◆ **Activity**
Before writing anything, find the line that contains "251.713L529.722 70.992L529.606 69.431L525.423", then retype the entries below exactly from their first line through that one, without pictures.

◆ **Data to examine**
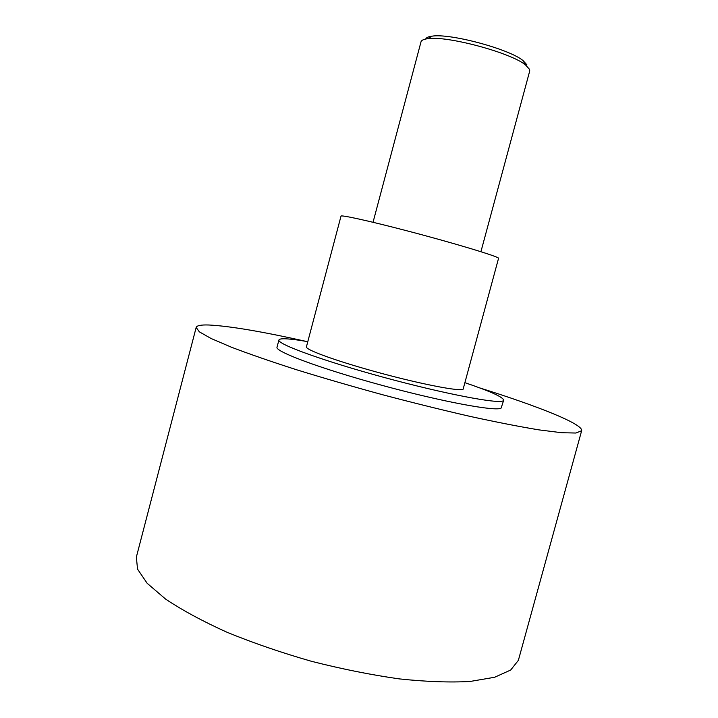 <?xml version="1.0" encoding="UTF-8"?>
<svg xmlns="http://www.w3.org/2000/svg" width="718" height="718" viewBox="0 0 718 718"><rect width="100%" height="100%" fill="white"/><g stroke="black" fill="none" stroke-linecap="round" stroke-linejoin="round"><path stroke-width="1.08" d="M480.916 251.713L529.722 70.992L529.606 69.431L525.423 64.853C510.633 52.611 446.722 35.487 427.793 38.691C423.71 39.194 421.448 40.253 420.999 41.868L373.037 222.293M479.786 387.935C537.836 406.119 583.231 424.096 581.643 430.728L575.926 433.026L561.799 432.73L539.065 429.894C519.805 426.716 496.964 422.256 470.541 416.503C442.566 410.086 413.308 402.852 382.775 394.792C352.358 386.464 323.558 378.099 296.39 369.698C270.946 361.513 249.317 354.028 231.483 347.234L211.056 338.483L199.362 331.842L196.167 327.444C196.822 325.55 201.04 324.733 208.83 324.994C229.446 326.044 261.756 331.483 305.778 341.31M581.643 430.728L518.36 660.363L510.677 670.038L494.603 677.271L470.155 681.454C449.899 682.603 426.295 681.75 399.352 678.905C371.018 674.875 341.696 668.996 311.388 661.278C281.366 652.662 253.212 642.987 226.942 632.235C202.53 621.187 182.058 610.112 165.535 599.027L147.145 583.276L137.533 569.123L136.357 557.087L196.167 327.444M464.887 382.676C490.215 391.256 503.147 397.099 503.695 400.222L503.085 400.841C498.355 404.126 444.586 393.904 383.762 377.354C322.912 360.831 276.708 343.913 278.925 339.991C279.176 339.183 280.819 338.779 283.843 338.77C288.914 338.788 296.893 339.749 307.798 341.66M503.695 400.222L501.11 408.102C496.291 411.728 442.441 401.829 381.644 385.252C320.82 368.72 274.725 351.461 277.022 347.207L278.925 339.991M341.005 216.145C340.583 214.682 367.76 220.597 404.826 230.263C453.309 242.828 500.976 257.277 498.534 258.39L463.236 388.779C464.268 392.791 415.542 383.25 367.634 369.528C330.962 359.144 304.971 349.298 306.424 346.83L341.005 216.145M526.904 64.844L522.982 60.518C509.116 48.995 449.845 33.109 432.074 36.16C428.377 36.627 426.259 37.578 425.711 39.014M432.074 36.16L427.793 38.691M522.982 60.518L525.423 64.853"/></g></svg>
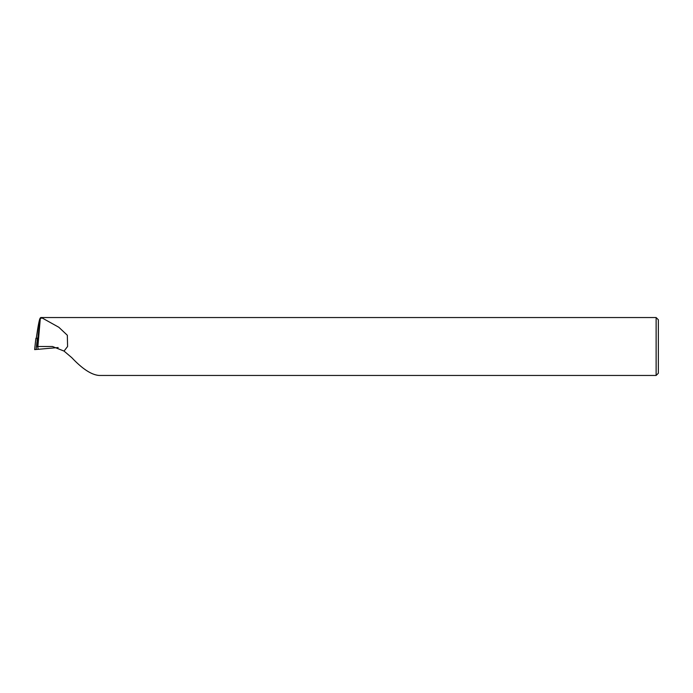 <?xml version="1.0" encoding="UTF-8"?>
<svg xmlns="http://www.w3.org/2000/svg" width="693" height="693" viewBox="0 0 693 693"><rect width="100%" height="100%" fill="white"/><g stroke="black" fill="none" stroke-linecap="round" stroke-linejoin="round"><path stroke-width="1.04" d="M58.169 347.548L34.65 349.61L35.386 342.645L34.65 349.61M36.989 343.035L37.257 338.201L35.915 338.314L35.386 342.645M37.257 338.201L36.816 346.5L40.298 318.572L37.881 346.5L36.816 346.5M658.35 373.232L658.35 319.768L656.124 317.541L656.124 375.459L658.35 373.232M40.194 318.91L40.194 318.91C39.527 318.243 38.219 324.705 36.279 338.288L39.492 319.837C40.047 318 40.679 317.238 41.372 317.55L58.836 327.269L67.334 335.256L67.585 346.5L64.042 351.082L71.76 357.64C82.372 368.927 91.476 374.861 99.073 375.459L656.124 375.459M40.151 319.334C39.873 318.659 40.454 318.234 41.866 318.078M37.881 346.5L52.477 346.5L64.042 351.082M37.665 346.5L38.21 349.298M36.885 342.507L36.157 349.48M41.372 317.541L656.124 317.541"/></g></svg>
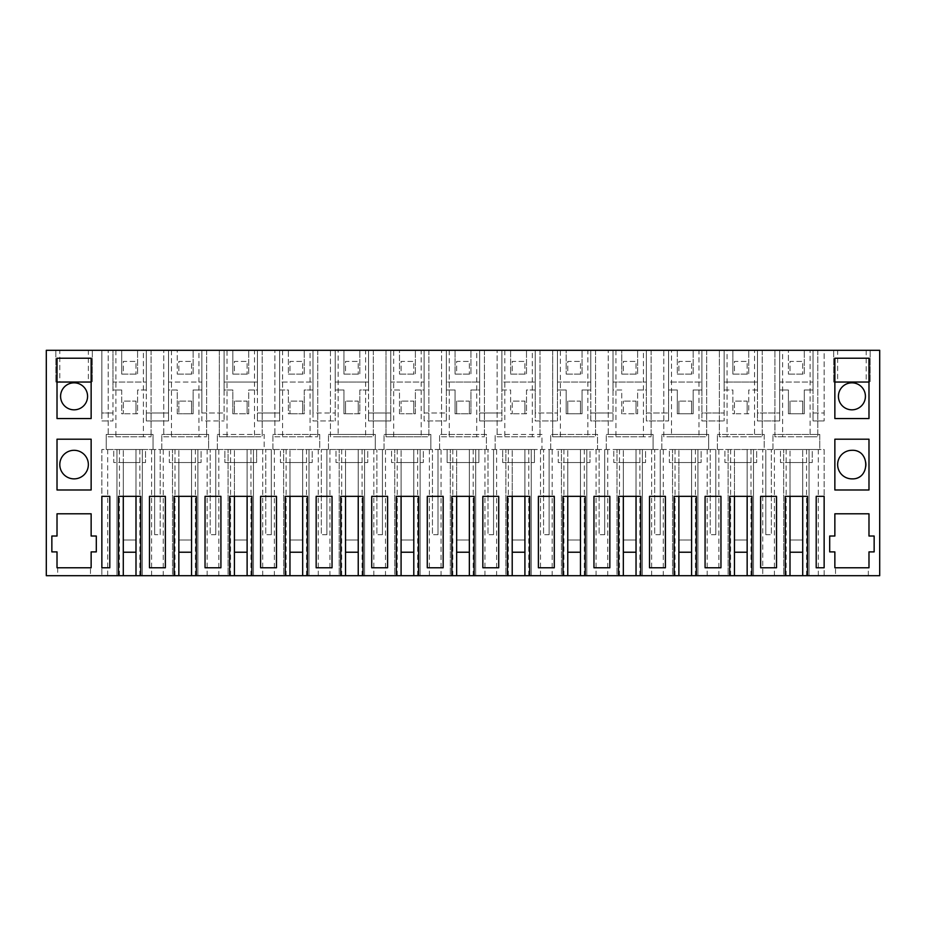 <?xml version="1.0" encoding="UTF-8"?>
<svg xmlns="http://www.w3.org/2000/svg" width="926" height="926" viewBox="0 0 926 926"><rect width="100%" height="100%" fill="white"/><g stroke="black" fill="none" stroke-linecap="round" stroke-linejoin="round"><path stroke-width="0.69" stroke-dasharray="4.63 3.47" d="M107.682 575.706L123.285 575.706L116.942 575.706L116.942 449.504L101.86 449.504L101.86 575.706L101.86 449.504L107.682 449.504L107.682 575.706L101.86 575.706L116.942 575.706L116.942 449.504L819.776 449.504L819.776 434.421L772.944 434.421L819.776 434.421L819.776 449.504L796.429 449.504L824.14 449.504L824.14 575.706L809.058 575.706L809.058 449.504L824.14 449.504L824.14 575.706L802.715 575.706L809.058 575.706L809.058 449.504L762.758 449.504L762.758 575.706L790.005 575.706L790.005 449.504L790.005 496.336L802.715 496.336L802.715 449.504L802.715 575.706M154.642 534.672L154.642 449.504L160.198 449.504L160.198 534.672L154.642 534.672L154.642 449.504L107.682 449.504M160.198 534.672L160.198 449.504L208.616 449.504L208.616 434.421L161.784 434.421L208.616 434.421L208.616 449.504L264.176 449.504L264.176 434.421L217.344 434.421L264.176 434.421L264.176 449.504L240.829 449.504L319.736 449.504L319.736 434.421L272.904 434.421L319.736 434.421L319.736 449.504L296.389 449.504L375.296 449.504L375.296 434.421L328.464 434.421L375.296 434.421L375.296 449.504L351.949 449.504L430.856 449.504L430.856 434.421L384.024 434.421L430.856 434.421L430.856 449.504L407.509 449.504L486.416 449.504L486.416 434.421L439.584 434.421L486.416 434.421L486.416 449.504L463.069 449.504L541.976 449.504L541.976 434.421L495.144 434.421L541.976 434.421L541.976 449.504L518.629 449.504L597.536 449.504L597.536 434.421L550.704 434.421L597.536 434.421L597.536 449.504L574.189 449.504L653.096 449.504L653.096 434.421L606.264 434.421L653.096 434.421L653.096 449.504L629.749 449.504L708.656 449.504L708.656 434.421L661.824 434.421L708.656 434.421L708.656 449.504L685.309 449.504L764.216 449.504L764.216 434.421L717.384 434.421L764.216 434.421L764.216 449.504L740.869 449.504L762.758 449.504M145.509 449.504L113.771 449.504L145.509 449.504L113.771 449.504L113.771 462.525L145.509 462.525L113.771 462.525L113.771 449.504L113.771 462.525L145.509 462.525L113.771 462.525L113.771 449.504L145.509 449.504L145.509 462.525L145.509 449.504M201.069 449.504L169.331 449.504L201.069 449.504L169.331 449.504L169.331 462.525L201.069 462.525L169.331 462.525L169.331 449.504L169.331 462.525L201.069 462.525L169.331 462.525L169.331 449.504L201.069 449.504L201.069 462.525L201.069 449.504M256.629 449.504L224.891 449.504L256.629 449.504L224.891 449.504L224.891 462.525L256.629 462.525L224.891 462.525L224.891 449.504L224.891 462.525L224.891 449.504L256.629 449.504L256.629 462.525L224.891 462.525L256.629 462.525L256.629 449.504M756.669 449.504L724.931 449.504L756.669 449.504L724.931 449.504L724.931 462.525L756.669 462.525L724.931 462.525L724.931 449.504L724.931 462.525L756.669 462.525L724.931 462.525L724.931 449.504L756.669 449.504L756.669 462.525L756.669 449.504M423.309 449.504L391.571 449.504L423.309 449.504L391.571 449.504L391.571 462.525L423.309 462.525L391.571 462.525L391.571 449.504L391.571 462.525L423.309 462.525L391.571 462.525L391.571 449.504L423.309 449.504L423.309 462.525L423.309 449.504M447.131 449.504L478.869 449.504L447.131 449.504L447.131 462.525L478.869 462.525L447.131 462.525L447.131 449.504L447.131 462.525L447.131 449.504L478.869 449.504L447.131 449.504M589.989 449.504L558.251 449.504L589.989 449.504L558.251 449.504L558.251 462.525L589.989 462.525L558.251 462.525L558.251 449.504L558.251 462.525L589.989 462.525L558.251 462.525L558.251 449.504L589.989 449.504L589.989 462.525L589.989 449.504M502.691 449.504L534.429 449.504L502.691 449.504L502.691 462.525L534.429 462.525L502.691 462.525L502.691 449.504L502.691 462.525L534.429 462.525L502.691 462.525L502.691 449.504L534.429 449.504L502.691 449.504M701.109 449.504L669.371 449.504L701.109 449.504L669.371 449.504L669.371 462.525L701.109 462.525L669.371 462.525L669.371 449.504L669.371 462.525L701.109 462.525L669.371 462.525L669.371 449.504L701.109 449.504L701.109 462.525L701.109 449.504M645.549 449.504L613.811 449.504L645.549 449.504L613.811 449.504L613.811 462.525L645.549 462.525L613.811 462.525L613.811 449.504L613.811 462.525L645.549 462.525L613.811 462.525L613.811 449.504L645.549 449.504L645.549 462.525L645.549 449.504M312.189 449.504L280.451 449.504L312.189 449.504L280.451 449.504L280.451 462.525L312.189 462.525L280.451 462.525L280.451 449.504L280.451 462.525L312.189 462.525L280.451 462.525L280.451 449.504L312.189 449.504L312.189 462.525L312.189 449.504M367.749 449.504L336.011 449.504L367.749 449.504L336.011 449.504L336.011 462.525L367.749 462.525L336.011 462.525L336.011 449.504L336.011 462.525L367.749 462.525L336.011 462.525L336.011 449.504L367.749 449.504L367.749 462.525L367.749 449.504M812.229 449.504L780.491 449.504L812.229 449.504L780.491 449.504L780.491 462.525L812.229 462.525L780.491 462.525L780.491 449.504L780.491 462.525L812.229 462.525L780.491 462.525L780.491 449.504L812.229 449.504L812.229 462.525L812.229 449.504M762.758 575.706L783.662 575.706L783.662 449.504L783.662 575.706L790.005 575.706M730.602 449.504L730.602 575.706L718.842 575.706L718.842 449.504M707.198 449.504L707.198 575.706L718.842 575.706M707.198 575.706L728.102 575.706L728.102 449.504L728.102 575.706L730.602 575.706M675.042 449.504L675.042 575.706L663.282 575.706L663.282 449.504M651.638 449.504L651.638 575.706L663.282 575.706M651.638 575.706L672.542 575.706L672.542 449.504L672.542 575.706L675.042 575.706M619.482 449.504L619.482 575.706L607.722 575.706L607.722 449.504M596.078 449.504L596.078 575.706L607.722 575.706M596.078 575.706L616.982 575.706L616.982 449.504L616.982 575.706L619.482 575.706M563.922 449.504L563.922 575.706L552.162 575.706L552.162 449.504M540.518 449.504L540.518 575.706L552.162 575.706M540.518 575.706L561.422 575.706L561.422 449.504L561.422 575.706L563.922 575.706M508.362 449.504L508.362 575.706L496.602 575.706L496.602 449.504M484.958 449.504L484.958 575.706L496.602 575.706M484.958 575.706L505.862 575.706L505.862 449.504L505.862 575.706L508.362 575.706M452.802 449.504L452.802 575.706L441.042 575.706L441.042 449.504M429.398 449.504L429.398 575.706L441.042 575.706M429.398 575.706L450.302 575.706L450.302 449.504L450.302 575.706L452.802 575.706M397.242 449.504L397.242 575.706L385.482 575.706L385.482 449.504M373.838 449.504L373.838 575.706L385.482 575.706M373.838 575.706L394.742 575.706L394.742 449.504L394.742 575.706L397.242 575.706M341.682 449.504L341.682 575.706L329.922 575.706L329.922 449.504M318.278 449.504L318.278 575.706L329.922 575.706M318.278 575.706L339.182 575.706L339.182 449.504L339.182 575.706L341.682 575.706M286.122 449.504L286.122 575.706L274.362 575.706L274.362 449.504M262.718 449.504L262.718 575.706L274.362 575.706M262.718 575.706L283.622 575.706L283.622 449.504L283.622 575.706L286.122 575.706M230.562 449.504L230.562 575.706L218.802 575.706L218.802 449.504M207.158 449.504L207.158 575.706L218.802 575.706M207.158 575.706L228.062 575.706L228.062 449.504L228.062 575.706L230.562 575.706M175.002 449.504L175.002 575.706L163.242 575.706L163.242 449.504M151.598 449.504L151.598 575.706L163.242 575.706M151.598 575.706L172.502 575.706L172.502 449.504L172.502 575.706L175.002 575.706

◆ **Solution to this task**
 <?xml version="1.0" encoding="UTF-8"?>
<svg xmlns="http://www.w3.org/2000/svg" width="718" height="718" viewBox="0 0 718 718"><rect width="100%" height="100%" fill="white"/><g stroke="black" fill="none" stroke-linecap="round" stroke-linejoin="round"><path stroke-width="1.08" d="M480.916 251.713L529.722 70.992L529.606 69.431L525.423 64.853C510.633 52.611 446.722 35.487 427.793 38.691C423.71 39.194 421.448 40.253 420.999 41.868L373.037 222.293M479.786 387.935C537.836 406.119 583.231 424.096 581.643 430.728L575.926 433.026L561.799 432.73L539.065 429.894C519.805 426.716 496.964 422.256 470.541 416.503C442.566 410.086 413.308 402.852 382.775 394.792C352.358 386.464 323.558 378.099 296.39 369.698C270.946 361.513 249.317 354.028 231.483 347.234L211.056 338.483L199.362 331.842L196.167 327.444C196.822 325.55 201.04 324.733 208.83 324.994C229.446 326.044 261.756 331.483 305.778 341.31M581.643 430.728L518.36 660.363L510.677 670.038L494.603 677.271L470.155 681.454C449.899 682.603 426.295 681.75 399.352 678.905C371.018 674.875 341.696 668.996 311.388 661.278C281.366 652.662 253.212 642.987 226.942 632.235C202.53 621.187 182.058 610.112 165.535 599.027L147.145 583.276L137.533 569.123L136.357 557.087L196.167 327.444M464.887 382.676C490.215 391.256 503.147 397.099 503.695 400.222L503.085 400.841C498.355 404.126 444.586 393.904 383.762 377.354C322.912 360.831 276.708 343.913 278.925 339.991C279.176 339.183 280.819 338.779 283.843 338.77C288.914 338.788 296.893 339.749 307.798 341.66M503.695 400.222L501.11 408.102C496.291 411.728 442.441 401.829 381.644 385.252C320.82 368.72 274.725 351.461 277.022 347.207L278.925 339.991M341.005 216.145C340.583 214.682 367.76 220.597 404.826 230.263C453.309 242.828 500.976 257.277 498.534 258.39L463.236 388.779C464.268 392.791 415.542 383.25 367.634 369.528C330.962 359.144 304.971 349.298 306.424 346.83L341.005 216.145M526.904 64.844L522.982 60.518C509.116 48.995 449.845 33.109 432.074 36.16C428.377 36.627 426.259 37.578 425.711 39.014M432.074 36.16L427.793 38.691M522.982 60.518L525.423 64.853"/></g></svg>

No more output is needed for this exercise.